# Another 400 build



## Dave2261 (Sep 28, 2021)

I have started restoring my 1969 GTO convertible that i did a partial restoration back in the 80’s. I rebuilt the 400 with a balanced forged rotating assembly, .030 over flat top pistons with valve reliefs, a very mild cam upgrade, stock #62 heads and Qjet manifold. The short block has maybe 5-6000 miles on it so I am not changing it in this build. I am looking at Butlers 340cfm Edelbrock,72cc, hyd roller top end package. Butler recommended one of their cams 282/288,230/236,.510/.521,114LS due to I am only using it for street. The kit comes with a low rise Northwind 4150 manifold port matched to the heads. They recommended a 850cfm mechanical secondary carb due to I and installing a Tremec TKX 5spd with 3:55 rear gears. The 72cc heads project a 10.3:1 compression ratio that should be ok with 93 octane gas, correct me if I am wrong please. I was planning on using 1.5 rockers and a set of Dougs long tube headers. I am planning on reusing my HEI distributor w/ vacuum advance.
I have been on this forum reading a lot and have gathered a ton of good information from you guys but I would like your input/suggestions before I pull the trigger on this purchase/build.


----------



## PontiacJim (Dec 29, 2012)

Butler knows what they are doing and build engines all the time. I don't think they will steer you wrong.

10.3 compression should be OK with the aluminum heads. The 114 LSA should also help keep cranking compression down, so that looks good.

What I would question is the 340CFM ported heads. In my opinion, for a 400CI that will be too much and the bottom end may be a little "soft" until port velocity gets moving. You may be OK with the TKO 5-speed and 3.55 gears as it will wind the engine up fast and get you out of the lower RPM's.

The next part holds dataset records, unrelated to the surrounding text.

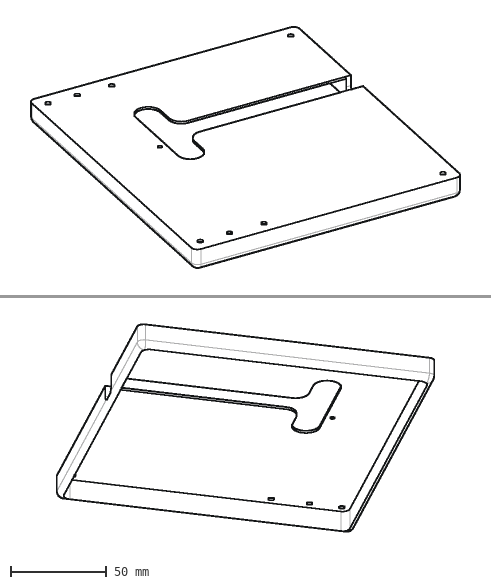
import cadquery as cq

LENGTH = 179.0
WIDTH = 160.17
HEIGHT = 13.05
CORNER_RADIUS = 3.5
BOTTOM_EDGE_RADIUS = 4.0

WALL = 3.0
INNER_CORNER_RADIUS = 4.0
TOP_THICKNESS = 1.4

SLOT_CENTRE_X = -24.1
STEM_WIDTH = 12.9
FOOT_LENGTH = 60.0
FOOT_WIDTH = 14.8
STEM_FILLET = FOOT_WIDTH / 2
FOOT_FRONT_FROM_BACK = 119.7
FOOT_CENTRE_Y = WIDTH / 2 - FOOT_FRONT_FROM_BACK + FOOT_WIDTH / 2
FOOT_BACK_Y = FOOT_CENTRE_Y + FOOT_WIDTH / 2

SELECTION_MARGIN = 1.0

NOTCH_FLOOR_Z = 3.2
NOTCH_CORNER_RADIUS = 7.47 / 2

SCREW_HOLE_DIAMETER = 3.0
SCREW_INSET = 7.5
SCREW_ROWS_FROM_FRONT = (SCREW_INSET, 25.0, 45.6, WIDTH - SCREW_INSET)

PILOT_DIAMETER = 2.2
PILOT_X = -14.0
PILOT_FROM_FRONT = 36.7


def make_shell():
    """Rounded tray, rim downwards, with the outside of the rim rounded over."""
    outer = cq.Workplane("XY").box(LENGTH, WIDTH, HEIGHT, centered=(True, True, False))
    outer = outer.edges("|Z").fillet(CORNER_RADIUS)
    cavity_size = (LENGTH - 2 * WALL, WIDTH - 2 * WALL, HEIGHT - TOP_THICKNESS)
    cavity = cq.Workplane("XY").box(*cavity_size, centered=(True, True, False))
    cavity = cavity.edges("|Z").fillet(INNER_CORNER_RADIUS)
    rounded = outer.faces("<Z").edges().fillet(BOTTOM_EDGE_RADIUS)
    return rounded.cut(cavity)


def make_slot():
    """T-shaped cutter: a rounded foot and a stem that reaches the inside of the back wall."""
    foot = (
        cq.Workplane("XY")
        .center(SLOT_CENTRE_X, FOOT_CENTRE_Y)
        .slot2D(FOOT_LENGTH, FOOT_WIDTH)
        .extrude(HEIGHT)
    )
    inner_back_y = WIDTH / 2 - WALL
    stem = (
        cq.Workplane("XY")
        .center(SLOT_CENTRE_X, FOOT_CENTRE_Y)
        .rect(STEM_WIDTH, inner_back_y - FOOT_CENTRE_Y, centered=(True, False))
        .extrude(HEIGHT)
    )
    inner_corners = cq.selectors.BoxSelector(
        (SLOT_CENTRE_X - STEM_WIDTH, FOOT_BACK_Y - SELECTION_MARGIN, 0),
        (SLOT_CENTRE_X + STEM_WIDTH, FOOT_BACK_Y + SELECTION_MARGIN, HEIGHT),
    )
    return foot.union(stem).edges(inner_corners).edges("|Z").fillet(STEM_FILLET)


def make_notch():
    """Round-bottomed cutter through the back wall, as wide as the slot stem."""
    notch = cq.Workplane("XY").box(STEM_WIDTH, WALL, HEIGHT, centered=(True, False, False))
    notch = notch.faces("<Z").edges("|Y").fillet(NOTCH_CORNER_RADIUS)
    return notch.translate((SLOT_CENTRE_X, WIDTH / 2 - WALL, NOTCH_FLOOR_Z))


def make_holes():
    """All vertical hole cutters: two columns of screw holes and the pilot hole."""
    column_x = LENGTH / 2 - SCREW_INSET
    screw_points = [
        (x, row - WIDTH / 2) for x in (-column_x, column_x) for row in SCREW_ROWS_FROM_FRONT
    ]
    screws = cq.Workplane("XY").pushPoints(screw_points).circle(SCREW_HOLE_DIAMETER / 2).extrude(HEIGHT)
    pilot = (
        cq.Workplane("XY")
        .center(PILOT_X, PILOT_FROM_FRONT - WIDTH / 2)
        .circle(PILOT_DIAMETER / 2)
        .extrude(HEIGHT)
    )
    return screws.add(pilot)


result = make_shell().cut(make_slot()).cut(make_notch()).cut(make_holes())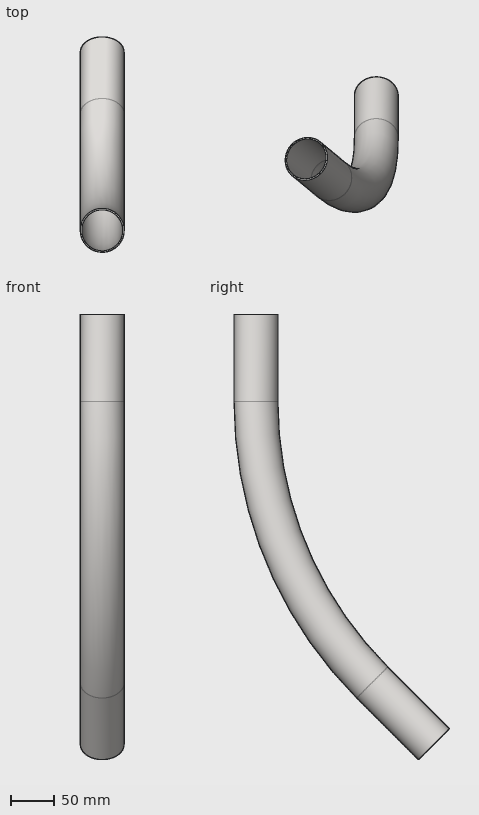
import cadquery as cq
import math

total_height = 514.5
outer_diameter = 51.0
inner_diameter = 47.5
leg_length = 101.0
bend_angle = 45.0

sin_bend = math.sin(math.radians(bend_angle))
cos_bend = math.cos(math.radians(bend_angle))
end_face_drop = outer_diameter / 2 * sin_bend
legs_height = leg_length * (1 + cos_bend)
bend_radius = (total_height - legs_height - end_face_drop) / sin_bend


def bend_point(angle):
    """Centreline point (Y, Z) after turning by an angle from the upright leg."""
    turn = math.radians(angle)
    y = bend_radius * (1 - math.cos(turn))
    z = -leg_length - bend_radius * math.sin(turn)
    return y, z


bend_start = bend_point(0)
bend_middle = bend_point(bend_angle / 2)
bend_end = bend_point(bend_angle)
lower_end = (
    bend_end[0] + leg_length * sin_bend,
    bend_end[1] - leg_length * cos_bend,
)
centreline = (
    cq.Workplane("YZ")
    .moveTo(0, 0)
    .lineTo(*bend_start)
    .threePointArc(bend_middle, bend_end)
    .lineTo(*lower_end)
)

result = (
    cq.Workplane("XY")
    .circle(outer_diameter / 2)
    .circle(inner_diameter / 2)
    .sweep(centreline)
)

However, 340CFM and that cam means a high RPM engine to take full advantage of it.

I don't think you will like the 3.55's with the TKO as it may be too "stiff" and your engine will be way down on the RPM scale as you are cruising at 70-75 MPH. Those heads/cam may be "balky" and not run too good at too low of an RPM and that is the purpose of the TKO overdrive.

So I would gear the rear end based on cruising speeds of 70-75 MPH and an RPM 2,200-2,400. Tire height will also factor into this. I am running a 9" with 3.89 gears and a tall 29" tire. This should put me where I see my engine RPM turning comfortable - not lugging, not revving too high. I got the .64 overdrive. Use one of the online calculators to figure MPH/RPM's/Tire Size.

On the heads, I honestly think 260-280CFM's would be plenty - even with a stroked 400CI. You would have better throttle response due to better port velocity. The engine will still pull hard, maybe even better due in part to a wider useable RPM range.

Have not used a Northwind intake, but I believe it is a single plane. In my opinion, a single plane intake is fine for racing and it also would match the bigger CFM flowing heads as BOTH would be intended for mid-to-high RPM's - not what I want for a street car, but doable and fun if you like hammering on the car. I would rather see a dual plane intake like the RPM performer and the 280CFM heads.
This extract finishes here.